PAUL THOMAS ANDERSON

Enfant prodige: questi sono i due termini forse più utilizzati per descrivere Paul Thomas Anderson, e non si può certo dare torto a chi lo ha chiamato così. Infatti, il regista californiano, all’età di 33 anni (è nato l’1 gennaio del 1970 a Studio City) ha all’attivo diversi film e molti premi.
Questo suo inizio precoce e la sua escalation in pochi anni si devono anche al fatto che Anderson abbia sempre avuto le idee molto chiare sul suo futuro: già intorno ai sette anni aveva deciso che da grande avrebbe fatto il regista. Suo padre, tra l’altro, aveva lavorato nell’ambiente, facendo il doppiatore (pensate, addirittura in Love Boat!) e creando il personaggio di Ghoulardi (nome che poi Paul darà alla sua compagnia di produzione), un presentatore in costume che introduceva i film dell’orrore su una stazione televisiva locale di Cleveland. Anderson sostiene che suo padre non ebbe mai grande successo perché era un pessimo attore, e non si può escludere che egli sia stato spinto, almeno in parte, ad intraprendere una carriera nel campo cinematografico dalle ambizioni fallite del padre.

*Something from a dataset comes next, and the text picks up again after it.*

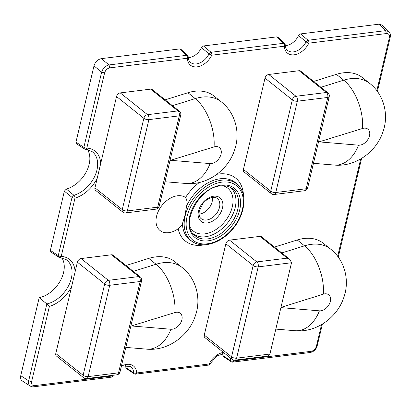 <?xml version="1.0" encoding="UTF-8"?>
<svg xmlns="http://www.w3.org/2000/svg" width="411" height="411" viewBox="0 0 411 411"><rect width="100%" height="100%" fill="white"/><g stroke="black" fill="none" stroke-linecap="round" stroke-linejoin="round"><path stroke-width="0.62" d="M150.637 89.13L177.937 110.908A3.689 2.225 82.9 0 1 179.283 115.856A3.689 1.546 13.3 0 0 180.758 115.018A3.689 3.689 0 0 0 179.468 111.283L152.162 89.506A3.689 2.507 128.6 0 0 150.637 89.13L120.238 92.901A3.689 2.507 128.6 0 0 116.544 96.523L94.962 187.832A3.689 2.507 128.6 0 0 95.583 190.355L122.884 212.133A3.689 3.689 0 0 0 125.643 212.913A3.689 2.225 -97.1 0 0 127.302 210.935A3.689 1.546 -166.7 0 1 122.262 209.61A3.689 2.507 128.6 0 0 122.884 212.133M275.827 329.108L295.196 330.721C315.951 332.797 337.154 317.79 343.791 297.513C350.049 280.256 344.598 259.906 330.583 249.087L323.262 243.245A46.494 31.59 128.6 0 0 297.225 239.988L274.456 247.098M269.935 354.046L291.517 262.737L289.986 259.49L287.248 258.149L256.854 261.92A3.689 2.507 128.6 0 0 253.161 265.547L231.573 356.856A3.689 2.507 128.6 0 0 232.194 359.373A3.689 3.689 0 0 0 234.953 360.154A3.689 2.225 -97.1 0 0 236.613 358.181L269.935 354.046L269.498 354.924L268.419 355.756L266.883 356.193L234.953 360.154M289.986 259.49L261.473 236.746A3.689 2.507 128.6 0 0 259.942 236.371L229.549 240.142A3.689 2.507 128.6 0 0 225.855 243.764L204.272 335.073A3.689 2.507 128.6 0 0 204.894 337.595L232.194 359.373M313.459 163.321L334.359 165.058C355.114 167.138 376.312 152.132 382.949 131.854C389.207 114.597 383.761 94.247 369.746 83.428L362.42 77.587A46.494 31.59 128.6 0 0 336.383 74.329L313.614 81.44M299.105 70.713L326.411 92.49A3.689 2.225 82.9 0 1 327.757 97.438A3.689 1.546 13.3 0 0 329.232 96.6A3.689 3.689 0 0 0 327.937 92.865L300.636 71.088A3.689 2.507 128.6 0 0 299.105 70.713L268.712 74.483A3.689 2.507 128.6 0 0 265.018 78.105L243.43 169.414A3.689 2.507 128.6 0 0 244.052 171.937L271.358 193.715A3.689 3.689 0 0 0 274.111 194.49A3.689 2.225 -97.1 0 0 275.776 192.518L306.169 188.747L327.757 97.438L297.358 101.209L275.776 192.518A3.689 1.546 -166.7 0 1 270.736 191.192A3.689 2.507 128.6 0 0 271.358 193.715M50.363 250.391L58.27 255.616L58.732 257.188L50.81 251.953L50.368 250.391L64.363 191.166L66.32 189.05M188.248 57.144C188.598 59.914 189.276 61.599 190.278 62.195A13.948 9.479 128.6 0 0 209.04 53.882L201.493 47.614L203.527 45.95L211.043 52.289A2.214 1.336 -97.1 0 1 211.783 55.202A16.157 10.979 -51.4 0 1 197.157 66.834A16.157 10.979 -51.4 0 1 187.303 58.244L109.752 67.861L109.007 64.948L186.563 55.326L179.833 48.899L180.819 49.192L187.565 55.634L186.563 55.331A2.214 1.336 -97.1 0 1 187.303 58.244A2.214 1.274 -2.2 0 0 188.248 57.144A2.214 2.214 0 0 0 187.565 55.629M203.522 45.96L276.865 36.862L277.851 37.154L284.597 43.597L283.595 43.294L276.865 36.862M390.265 37.062L390.26 37.098C390.928 35.541 390.496 33.717 388.965 31.637L385.626 30.635L379.029 24.187L300.554 33.923L308.075 40.252L385.626 30.635L386.366 33.548L308.815 43.165A16.157 10.979 -51.4 0 1 294.189 54.797A16.157 10.979 -51.4 0 1 284.335 46.207A2.214 1.274 -2.2 0 0 285.28 45.107C285.63 47.876 286.308 49.561 287.31 50.157A13.948 9.479 128.6 0 0 306.072 41.845L298.525 35.577L300.559 33.913M75.958 142.124L83.865 147.349L84.327 148.921L76.405 143.691L75.958 142.129L93.985 65.873C95.27 61.876 97.726 59.467 101.358 58.634L179.833 48.899M188.274 57.612A13.286 9.027 128.6 0 0 201.493 47.614M377.411 91.453L390.26 37.098L389.376 37.601C389.782 34.863 388.78 33.517 386.366 33.548M322.419 324.099L317.143 345.98L316.419 346.242L321.525 324.623M379.029 24.187L382.343 25.163L388.986 31.652M109.752 67.861C107.209 68.442 105.488 70.132 104.589 72.927L101.635 72.187C102.956 68.221 105.416 65.811 109.007 64.948L101.358 58.634M317.297 345.738C316.11 349.509 313.763 351.765 310.248 352.489L311.255 351.307C313.793 350.727 315.52 349.037 316.419 346.242M164.986 181.739L185.885 183.476A36.898 24.639 -85.2 0 0 210.113 163.588A9.592 6.519 128.6 0 0 221.046 154.135A9.592 6.519 128.6 0 0 214.054 146.907L170.015 160.465M319.517 141.918L358.582 145.17A9.592 6.519 128.6 0 0 369.515 135.717A9.592 6.519 128.6 0 0 362.528 128.489L318.484 142.047M125.828 347.398L146.727 349.139A36.898 24.639 -85.2 0 0 170.95 329.247A9.592 6.519 128.6 0 0 181.883 319.794A9.592 6.519 128.6 0 0 174.896 312.565L130.857 326.123M81.08 258.56L108.381 280.338A3.689 2.507 128.6 0 0 104.687 283.965A3.689 1.546 13.3 0 0 109.727 285.291L88.144 376.599L118.538 372.828A3.689 2.225 82.9 0 1 116.878 374.801A3.689 3.689 0 0 0 120.012 371.986A3.689 1.546 -166.7 0 1 118.538 372.828L140.125 281.52A3.689 1.546 13.3 0 0 141.6 280.677A3.689 3.689 0 0 0 140.31 276.947L113.004 255.164A3.689 2.507 128.6 0 0 111.473 254.789L81.08 258.56A3.689 2.507 128.6 0 0 77.386 262.182L55.798 353.491A3.689 2.507 128.6 0 0 56.42 356.013L83.726 377.791A3.689 3.689 0 0 0 86.48 378.572A3.689 2.225 -97.1 0 0 88.144 376.599A3.689 1.546 -166.7 0 1 83.104 375.274A3.689 2.507 128.6 0 0 83.726 377.791M146.727 349.139C167.483 351.22 188.68 336.208 195.317 315.931C201.575 298.674 196.129 278.324 182.114 267.504L174.788 261.663A46.494 31.59 128.6 0 0 148.751 258.406L125.982 265.516M185.885 183.476C206.641 185.556 227.843 170.55 234.481 150.272C240.738 133.015 235.287 112.665 221.272 101.846L213.951 96.004A46.494 31.59 128.6 0 0 187.914 92.747L165.145 99.858M212.348 197.45A12.484 8.482 -51.4 0 1 199.083 214.085M30.229 386.088L30.209 386.078C32.176 386.879 33.317 387.126 33.63 386.808L34.637 385.621L112.188 376.003A16.157 10.979 -51.4 0 1 112.527 375.341M61.856 257.831A25.831 17.55 128.6 0 1 60.104 281.201A25.831 17.55 128.6 0 1 39.184 297.682L20.745 375.685C20.247 378.089 20.75 379.836 22.256 380.92L30.209 386.078C28.713 384.999 28.2 383.247 28.672 380.827L31.626 381.572C31.221 384.306 32.222 385.657 34.637 385.621M39.184 297.682A11281.246 7188.806 -99.1 0 0 46.849 303.95L49.397 306.406L31.626 381.572M238.133 185.253C247.915 194.485 244.894 215.744 231.917 229.975C220.579 243.204 203.075 248.619 192.923 241.935A36.373 24.711 -51.4 0 1 188.12 207.437A36.373 24.711 -51.4 0 1 221.56 180.203A36.373 24.711 -51.4 0 1 238.133 185.253L236.762 183.861A36.605 24.871 128.6 0 0 220.08 178.775A36.605 24.871 128.6 0 0 186.728 205.551C187.344 202.356 186.948 199.669 185.546 197.491A40.283 27.367 -51.4 0 1 199.371 182.484M204.544 244.776A40.283 27.367 -51.4 0 1 178.148 228.788C180.506 226.949 181.945 225.223 182.458 223.61A36.605 24.871 128.6 0 0 191.259 240.903L192.923 241.935M178.148 228.788A20.874 14.185 -51.4 0 1 157.711 227.802A20.874 14.185 -51.4 0 1 163.393 203.764A20.874 14.185 -51.4 0 1 185.546 197.491M285.306 45.575A13.286 9.027 128.6 0 0 298.525 35.577M186.728 205.551L184.858 215.708L182.458 223.61M208.223 365.148A2.214 2.214 0 0 0 209.934 363.93A2.214 0.498 -153.7 0 1 209.22 363.966A2.214 1.336 -97.1 0 1 208.223 365.148L135.671 374.149A2.214 2.214 0 0 1 134.176 373.799L133.647 372.787L125.858 367.568A13.286 9.027 128.6 0 0 125.648 365.579M230.679 360.75L231.208 361.757L223.394 356.589L222.885 355.536L230.689 360.745A2.214 1.274 -2.2 0 0 233.7 360.93L311.255 351.307M134.176 373.794L126.362 368.626L125.853 367.573M97.268 178.066A28.703 19.502 -51.4 0 1 74.987 198.138A2.214 1.161 -106.5 0 0 73.954 195.287L66.32 189.045A25.831 17.55 128.6 0 0 86.151 172.117A25.831 17.55 128.6 0 0 87.451 149.568M222.89 355.53A13.286 9.027 128.6 0 0 222.68 353.542M116.544 96.523L143.85 118.301L122.262 209.61L94.962 187.832M120.238 92.901L147.544 114.679A3.689 2.507 128.6 0 0 143.85 118.301A3.689 1.546 13.3 0 0 148.89 119.627A3.689 2.225 -97.1 0 0 147.544 114.679L177.937 110.908A3.689 2.507 128.6 0 1 179.468 111.283M280.908 307.623L319.424 310.829A9.592 6.519 128.6 0 0 330.357 301.376A9.592 6.519 128.6 0 0 323.365 294.148L280.96 307.392M297.225 239.988L304.546 245.829L281.776 252.94M330.583 249.087A46.494 31.59 128.6 0 0 304.546 245.829A36.898 19.101 -107.3 0 1 323.365 294.148M291.517 262.737L258.2 266.873L236.613 358.181A3.689 1.546 -166.7 0 1 231.573 356.856L204.272 335.073M225.855 243.764L253.161 265.547A3.689 1.546 13.3 0 0 258.2 266.873A3.689 2.225 -97.1 0 0 256.854 261.92L229.549 240.142M259.942 236.371L287.248 258.149M336.383 74.329L343.709 80.171L320.94 87.281M369.746 83.428A46.494 31.59 128.6 0 0 343.709 80.171A36.898 19.101 -107.3 0 1 362.528 128.489M265.018 78.105L292.319 99.883L270.736 191.192L243.43 169.414M268.712 74.483L296.012 96.261A3.689 2.507 128.6 0 0 292.319 99.883A3.689 1.546 13.3 0 0 297.358 101.209A3.689 2.225 -97.1 0 0 296.012 96.261L326.411 92.49A3.689 2.507 128.6 0 1 327.937 92.865M104.589 72.927L86.819 148.094A2.214 1.469 93.7 0 1 85.406 149.291L91.781 151.387A26.494 18.002 128.6 0 1 95.46 174.644A26.494 18.002 128.6 0 1 73.954 195.287L72.038 197.393A2.214 0.925 -166.7 0 0 74.987 198.138L61.229 256.361A2.214 0.925 -166.7 0 1 58.27 255.616L72.033 197.393L64.363 191.166M209.045 53.882L211.043 52.279L283.595 43.294A2.214 1.336 -97.1 0 1 284.335 46.207L211.783 55.202A2.214 0.498 -153.7 0 1 209.04 53.882M306.077 41.845L308.08 40.242A2.214 1.336 82.9 0 1 308.815 43.165A2.214 0.498 -153.7 0 1 306.072 41.845M100.669 163.686A28.703 19.502 -51.4 0 0 86.819 148.094A2.214 0.925 -166.7 0 1 83.865 147.349L101.635 72.187L93.985 65.873M337.672 256.33L360.688 158.965M376.83 90.672L389.376 37.601M310.254 352.494L232.703 362.112A2.214 1.336 -97.1 0 0 233.7 360.93A16.157 10.979 -51.4 0 0 233.638 360.077M214.054 146.907A36.898 19.101 -107.3 0 0 195.235 98.589L172.466 105.699M171.043 160.336L210.113 163.588M221.272 101.846A46.494 31.59 128.6 0 0 195.235 98.589L187.914 92.747M307.644 187.909A3.689 1.546 -166.7 0 1 306.169 188.747A3.689 2.225 82.9 0 1 304.51 190.725A3.689 3.689 0 0 0 307.644 187.909L329.232 96.6M131.885 325.995L170.95 329.247M174.896 312.565A36.898 19.101 -107.3 0 0 156.077 264.247L133.308 271.358M182.114 267.504A46.494 31.59 128.6 0 0 156.077 264.247L148.751 258.406M148.89 119.627L127.302 210.935L157.701 207.165A3.689 2.225 82.9 0 1 156.036 209.142A3.689 3.689 0 0 0 159.175 206.327A3.689 1.546 -166.7 0 1 157.701 207.165L179.283 115.856L148.89 119.627M77.386 262.182L104.687 283.965L83.104 375.274L55.798 353.491M109.727 285.291A3.689 2.225 -97.1 0 0 108.381 280.338L138.779 276.567A3.689 2.225 82.9 0 1 140.125 281.52L109.727 285.291M111.473 254.789L138.779 276.567A3.689 2.507 128.6 0 1 140.31 276.947M334.359 165.058A36.898 24.639 -85.2 0 0 358.582 145.17M295.196 330.721A36.898 24.639 -85.2 0 0 319.424 310.829M135.671 374.149A2.214 1.336 -97.1 0 0 136.668 372.967L209.22 363.966A16.157 10.979 -51.4 0 1 223.445 352.397M20.745 375.685L28.672 380.827L46.849 303.95A26.494 18.002 128.6 0 0 69.521 283.734A26.494 18.002 128.6 0 0 66.186 259.654L59.811 257.558A2.214 1.469 93.7 0 0 61.229 256.361A28.703 19.502 -51.4 0 1 75.074 271.948M216.885 174.305A40.283 27.367 -51.4 0 1 243.492 195.949M71.678 286.333A28.703 19.502 -51.4 0 1 49.397 306.406M121.373 366.222A16.157 10.979 -51.4 0 1 136.668 372.967A2.214 1.274 -2.2 0 1 133.657 372.782A13.948 9.479 128.6 0 0 130.564 366.514L121.153 367.162M33.64 386.808L111.191 377.185A2.214 1.336 -97.1 0 0 112.188 376.003A2.214 0.498 -153.7 0 0 112.902 375.967L113.277 375.248M201.01 218.518A12.911 8.77 128.6 0 0 216.135 214.074A12.911 8.77 128.6 0 0 217.1 198.343C216.356 197.609 214.876 197.295 212.662 197.403C209.297 197.861 206.07 199.88 202.988 203.471L199.289 211.126C198.79 214.768 199.366 217.234 201.01 218.518M213.663 196.222A15.12 10.275 -51.4 0 1 219.294 214.979A15.12 10.275 -51.4 0 1 198.549 217.553A15.12 10.275 -51.4 0 1 213.663 196.222M190.036 227.103A27.491 18.68 128.6 0 0 225.105 221.231A27.491 18.68 128.6 0 0 223.034 185.736M193.992 234.727A30.049 20.416 128.6 0 0 229.924 225.074A30.049 20.416 128.6 0 0 231.347 187.899C228.429 186.085 224.863 185.418 220.656 185.895C199.35 186.979 180.275 223.933 193.992 234.727M230.062 187.2A29.695 20.175 -51.4 0 1 232.297 215.477A29.695 20.175 -51.4 0 1 205.459 236.751A29.695 20.175 -51.4 0 1 193.026 233.628M222.027 182.119A34.904 23.715 128.6 0 0 187.149 231.352A34.904 23.715 128.6 0 0 235.03 225.413A34.904 23.715 128.6 0 0 222.027 182.119M221.318 185.109A31.519 21.413 -51.4 0 1 233.063 224.206A31.519 21.413 -51.4 0 1 189.825 229.569A31.519 21.413 -51.4 0 1 221.318 185.109M230.689 360.745A13.948 9.479 128.6 0 0 230.083 357.688M84.327 148.926A2.214 2.214 0 0 0 85.406 149.291M361.577 158.435L338.253 257.111M120.012 371.986L141.6 280.677M125.643 212.913L156.036 209.142M159.175 206.327L180.758 115.018M86.48 378.572L116.878 374.801M274.111 194.49L304.51 190.725M58.737 257.194A2.214 2.214 0 0 0 59.811 257.558M231.208 361.762A2.214 2.214 0 0 0 232.703 362.112M111.191 377.185A2.214 2.214 0 0 0 112.902 375.967M285.28 45.107A2.214 2.214 0 0 0 284.597 43.592M209.934 363.93L216.874 355.931L224.827 353.496"/></g></svg>

Non si può dire che Anderson fosse un bravo studente e, infatti, dovette lasciare la scuola per i suoi continui litigi con i compagni e i brutti voti. In seguito provò a frequentare alcune università e scuole di cinema, ma senza mai concluderle.
Per alcuni anni lavorò anche per la televisione, come assistente di produzione in vari film, video e quiz.
La svolta nella sua carriera avvenne nel 1993, quando, dopo aver scritto e diretto il suo primo cortometraggio, “Cigarettes & Coffee”, lo presentò al Sundance Film Festival. In seguito, al Sundance Institute Filmmaker’s Workshop, una specie di laboratorio, fu in grado di realizzare il suo primo lungometraggio, “Hard Eight” (inizialmente intitolato “Sidney”), basato su una sceneggiatura che aveva scritto intorno ad un attore: Philip Baker Hall. Quest’ultimo aveva partecipato anche al suo cortometraggio e il film nasceva essenzialmente dal desiderio di conoscere meglio quest’uomo. Al laboratorio, oltre che con lui, ebbe anche la possibilità di lavorare con altri attori che sarebbero stati nel film, tra cui John C. Reilly, che ritroveremo anche in altri suoi lavori. Infatti, una delle caratteristiche principali di P. T. Anderson è quella di lavorare quasi sempre con gli stessi attori, oltre ad ambientare tutti i suoi film nella San Fernando Valley, perché, come sostiene lui stesso, lì si sente a casa, può trovare tutte le locations necessarie, ma soprattutto perché, dopo una giornata di lavoro, gli piace dormire nel suo letto!
Durante quest’esperienza, le cose più importanti che imparò furono quasi tutte sul come muoversi nell’industria cinematografica e sul come proteggere il suo lavoro dalle case di produzione e di distribuzione.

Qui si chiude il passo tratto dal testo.